Eugen,

Thanks, I forgot that operation started with the orchestrator can be stopped. You were right: stopping the 'osd rm' was enough to unblock the upgrade. I am not completely sure what is the consequence on the replace flag: I have the feeling it has been lost somehow as the OSD is no longer listed by 'ceph orch osd rm status' and 'ceph -s' reports now one OSD down and 1 stray daemon instead of 2 stray daemons.

Michel

Le 30/04/2025 à 09:24, Eugen Block a écrit :
You can stop the osd removal:

ceph orch osd rm stop <OSD_ID>

I'm not entirely sure what the orchestrator will do except for clearing the pending state, and since the OSDs are already marked as destroyed in the crush tree, I wouldn't expect anything weird. But it's worth a try, I guess.

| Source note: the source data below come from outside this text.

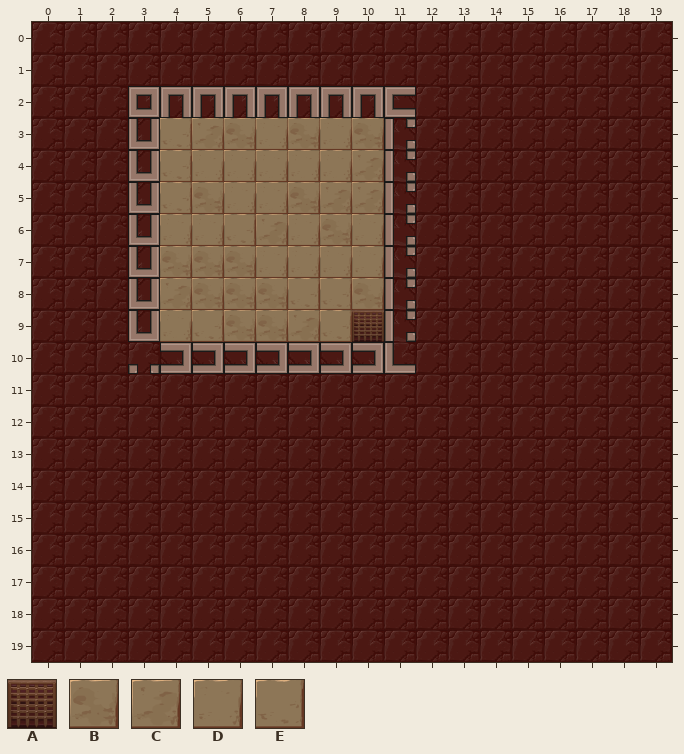
Tiled map, stored at assets/levels/newgrounds_release/t3.tmx. Above is the file before it was changed.
Cells are 128x128 px. Shown: x 0..19, y 0..19.
Key: from "exit": A 0; from "floors": B 0, C 1, D 2, E 3.
_ is an empty cell, # one hidden under a higher layer.
Objects are placed by their top-left corner, in cells (3,4 is the top-left corner of cell 3,4); size is 1x1 cell unless given.
Layers that did not change in this view are not listed.
Layer "Floor" before, first column x 0:
 0 ____________________
 1 ____________________
 2 ____________________
 3 ____ECBDBDB#________
 4 ____EDDDDDC#________
 5 ____EBDDBCC#________
 6 ____DDECDBD#________
 7 ____BBBDDDD#________
 8 ____CBBBEEB#________
 9 ____DEBBCEB#________
10 ____________________
11 ____________________
12 ____________________
13 ____________________
14 ____________________
15 ____________________
16 ____________________
17 ____________________
18 ____________________
19 ____________________
Objects on layer "Exit" before:
A "exit" at 10,9
After:
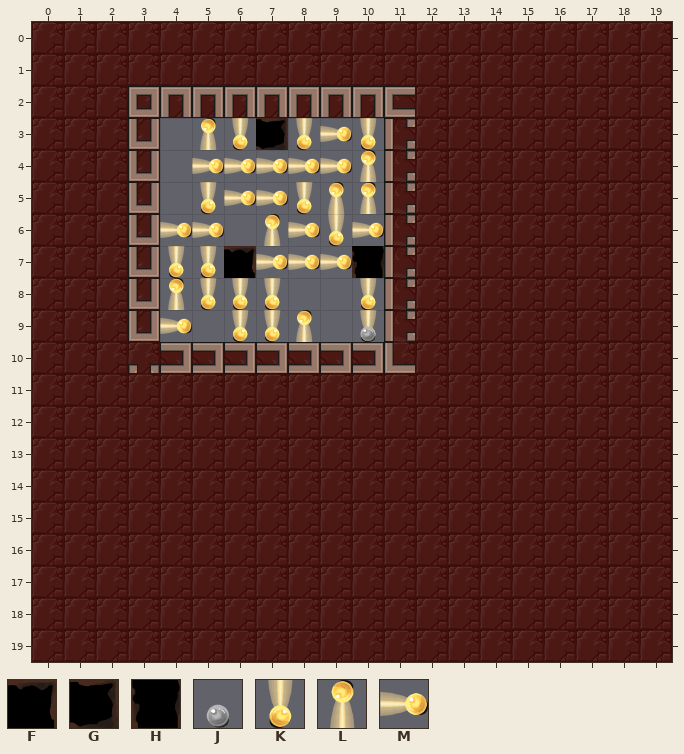
Further tiles: from "holes": F 0 flipped left-right, G 9, H 12; from "orb_sheet": J 3, K 4, L 5, M 6.
The exact change:
Layer "Floor":
y 3: x 4..10 ECBDBDB -> _LKMKMK
y 4: x 4..10 EDDDDDC -> _MMMMML
y 5: x 4..10 EBDDBCC -> _KMMKLL
y 6: x 4..10 DDECDBD -> MM_LMKM
y 7: x 4..10 BBBDDDD -> KKKMMMM
y 8: x 4..10 CBBBEEB -> LKKK__K
y 9: x 4..10 DEBBCEB -> M_KKL_K
Layer "Mirrors":
added: F "mirror" at 6,7
Layer "Light":
added: G "lightOrb" at 7,3
added: H "lightSwitch" at 10,7
Layer "Exit":
changed: A "exit" at 10,9 -> J "exit" at 10,9
Where, in picture pixels (left, top, right, bottom), the same in both pictures:
changed: (160, 118, 384, 342)

Zitat von Michel Jouvin <michel.jou...@ijclab.in2p3.fr>:

Hi,

I had no time to really investigate more our problem yesterday. But I realized one issue that may explain the problem with osd.253: the underlying disk is so dead that it is no longer visible by the OS. Probably I added --zap when I did the 'ceph orch osd rm' and thus it is trying to do the zapping, fails as it doesn't find the disk and retries indefinitely... I remain a little bit surprise that this zapping error is not reported (without the traceback) at the INFO level and requires DEBUG to be seen but it is a detail. I'm surprised that Ceph is not giving up on zapping if it cannot access the device or did I miss something and there is a way to stop this process?

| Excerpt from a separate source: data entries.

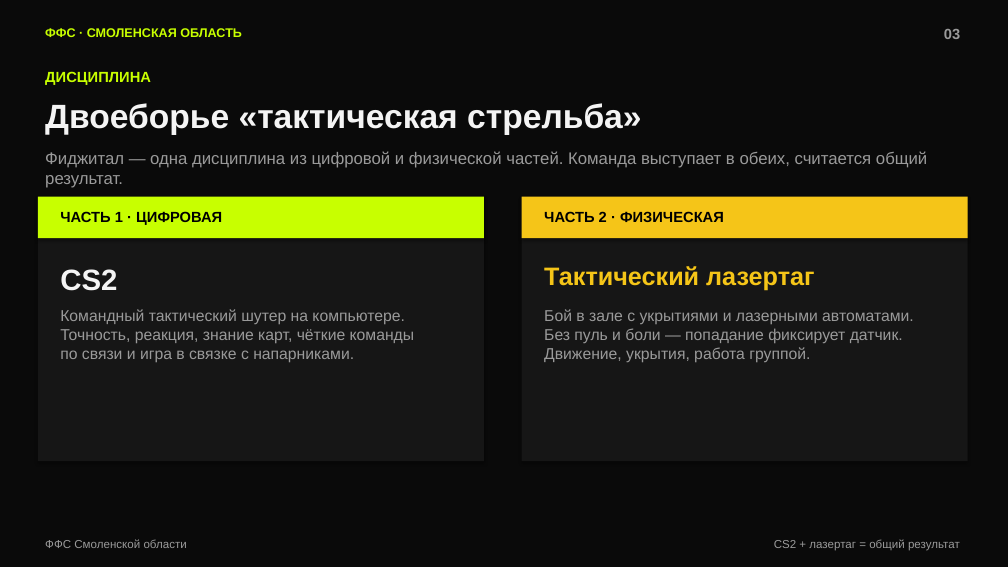
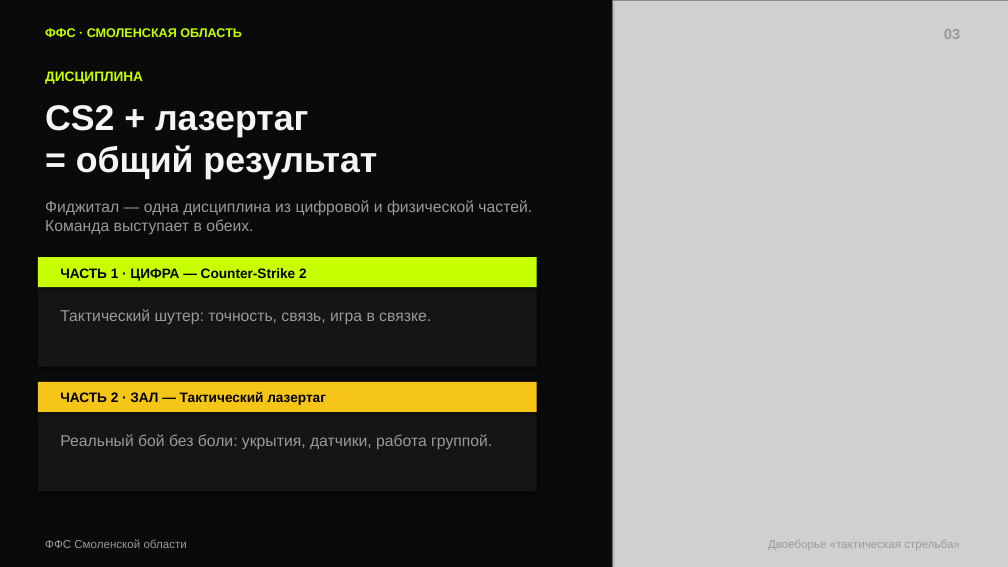
Before and after one commit to Budnikcam/studytest, a slide deck: slide 3 of presentations/bogatyrskoe-serdtse/Bogatyrskoe-serdtse-nabor.pptx. Drawn at 1008x567 pixels with LibreOffice and Linux fonts; fonts in the diff are those of the drawing; grey boxes stand for pictures. Boxes give left, top, right and bottom in pixels: in the first picture for what was removed or moved away, otherwise in the second. Text is boxed around its words. In the diff, an @@ line names an element or a change of style, - is before the commit and + after.

```diff
--- a/presentations/bogatyrskoe-serdtse/Bogatyrskoe-serdtse-nabor.pptx
+++ b/presentations/bogatyrskoe-serdtse/Bogatyrskoe-serdtse-nabor.pptx
@@ rectangle added at (x1=537, y1=0, x2=613, y2=567), fill #0A0A0A @@
@@ picture added at (x1=575, y1=0, x2=1008, y2=567) @@
@@ text "ДИСЦИПЛИНА" at (x1=45, y1=71, x2=143, y2=84): size 14 to 13 pt @@
@@ text removed at (x1=45, y1=103, x2=641, y2=135) @@
-Двоеборье «тактическая стрельба»
@@ text added at (x1=45, y1=105, x2=377, y2=180), 34 pt, text #F5F5F5, bold @@
+CS2 + лазертаг
+= общий результат
@@ text at (x1=45, y1=200, x2=532, y2=234): text changed; size 16 to 15 pt @@
-Фиджитал — одна дисциплина из цифровой и физической частей. Команда выступает в обеих, считается общий результат.
+Фиджитал — одна дисциплина из цифровой и физической частей. Команда выступает в обеих.
@@ rectangle removed at (x1=522, y1=197, x2=968, y2=461) @@
@@ text removed at (x1=544, y1=211, x2=724, y2=222) @@
-ЧАСТЬ 2 · ФИЗИЧЕСКАЯ
@@ rectangle resized from (x1=38, y1=197, x2=484, y2=238) to (x1=38, y1=257, x2=537, y2=287) @@
@@ rectangle resized from (x1=38, y1=197, x2=484, y2=461) to (x1=38, y1=257, x2=537, y2=367) @@
@@ rectangle at (x1=38, y1=257, x2=537, y2=367): fill #161616 to #151515 @@
@@ text at (x1=60, y1=268, x2=307, y2=281): text changed; size 14 to 13 pt @@
-ЧАСТЬ 1 · ЦИФРОВАЯ
+ЧАСТЬ 1 · ЦИФРА — Counter-Strike 2
@@ text removed at (x1=60, y1=269, x2=117, y2=291) @@
-CS2
@@ text at (x1=60, y1=309, x2=431, y2=324): text changed @@
-Командный тактический шутер на компьютере.
-Точность, реакция, знание карт, чёткие команды
-по связи и игра в связке с напарниками.
+Тактический шутер: точность, связь, игра в связке.
@@ rectangle resized from (x1=522, y1=197, x2=968, y2=238) to (x1=38, y1=382, x2=537, y2=492) @@
@@ rectangle at (x1=38, y1=382, x2=537, y2=492): fill #F5C518 to #151515 @@
@@ rectangle added at (x1=38, y1=382, x2=537, y2=412), fill #F5C518 @@
@@ text at (x1=60, y1=392, x2=326, y2=405): text changed; size 24 to 13 pt; text colour #F5C518 to #000000 @@
-Тактический лазертаг
+ЧАСТЬ 2 · ЗАЛ — Тактический лазертаг
@@ text at (x1=60, y1=434, x2=492, y2=449): text changed @@
-Бой в зале с укрытиями и лазерными автоматами.
-Без пуль и боли — попадание фиксирует датчик.
-Движение, укрытия, работа группой.
+Реальный бой без боли: укрытия, датчики, работа группой.
@@ text at (x1=768, y1=540, x2=960, y2=550): text changed @@
-CS2 + лазертаг = общий результат
+Двоеборье «тактическая стрельба»
```
Also in this commit, not shown: 4 other slides changed, 3 slides added, 4 slides removed, 16 other files.

May be it is a corner case that has been fixed/improved since 18.2.2... Anyway, the question remains: is there a way out of this problem (that seems the only reason for the upgrade not really starting) apart from getting the replacement device?

Best regards,

Michel

Le 28/04/2025 à 18:19, Michel Jouvin a écrit :
Hi Frédéric,

Thanks for the command. I'm always looking at the wrong page of the doc! I looked at https://docs.ceph.com/en/latest/rados/troubleshooting/log-and-debug/ that list the Ceph subsystem and their default log level but there is no mention of cephadm there... After enabling cephadm debug log level and restarting the upgrade, I got the messages below. The only thing strange points to the problem with osd.253 where it tries to zap the device that was probably already zapped and thus cannot find the LV volume associated with osd.253. There is not really any other messages saying the impact on the upgrade but I guess it is the reason. What do you think ? And is there any way to fix it, other than replacing the OSD?

Best regards,

Michel

--------------------- cephadm debug level log -------------------------

2025-04-28T17:32:12.713746+0200 mgr.dig-mon1.fownxo [INF] Upgrade: Started with target quay.io/ceph/ceph:v18.2.6 2025-04-28T17:32:14.822030+0200 mgr.dig-mon1.fownxo [DBG] Refreshed host dig-osd4 devices (23) 2025-04-28T17:32:14.822550+0200 mgr.dig-mon1.fownxo [DBG] Finding OSDSpecs for host: <dig-osd4> 2025-04-28T17:32:14.822614+0200 mgr.dig-mon1.fownxo [DBG] Generating OSDSpec previews for [] 2025-04-28T17:32:14.822695+0200 mgr.dig-mon1.fownxo [DBG] Loading OSDSpec previews to HostCache for host <dig-osd4> 2025-04-28T17:32:14.985257+0200 mgr.dig-mon1.fownxo [DBG] mon_command: 'config generate-minimal-conf' -> 0 in 0.005s 2025-04-28T17:32:15.262102+0200 mgr.dig-mon1.fownxo [DBG] mon_command: 'auth get' -> 0 in 0.277s 2025-04-28T17:32:15.262751+0200 mgr.dig-mon1.fownxo [DBG] Combine hosts with existing daemons [] + new hosts.... (very long line)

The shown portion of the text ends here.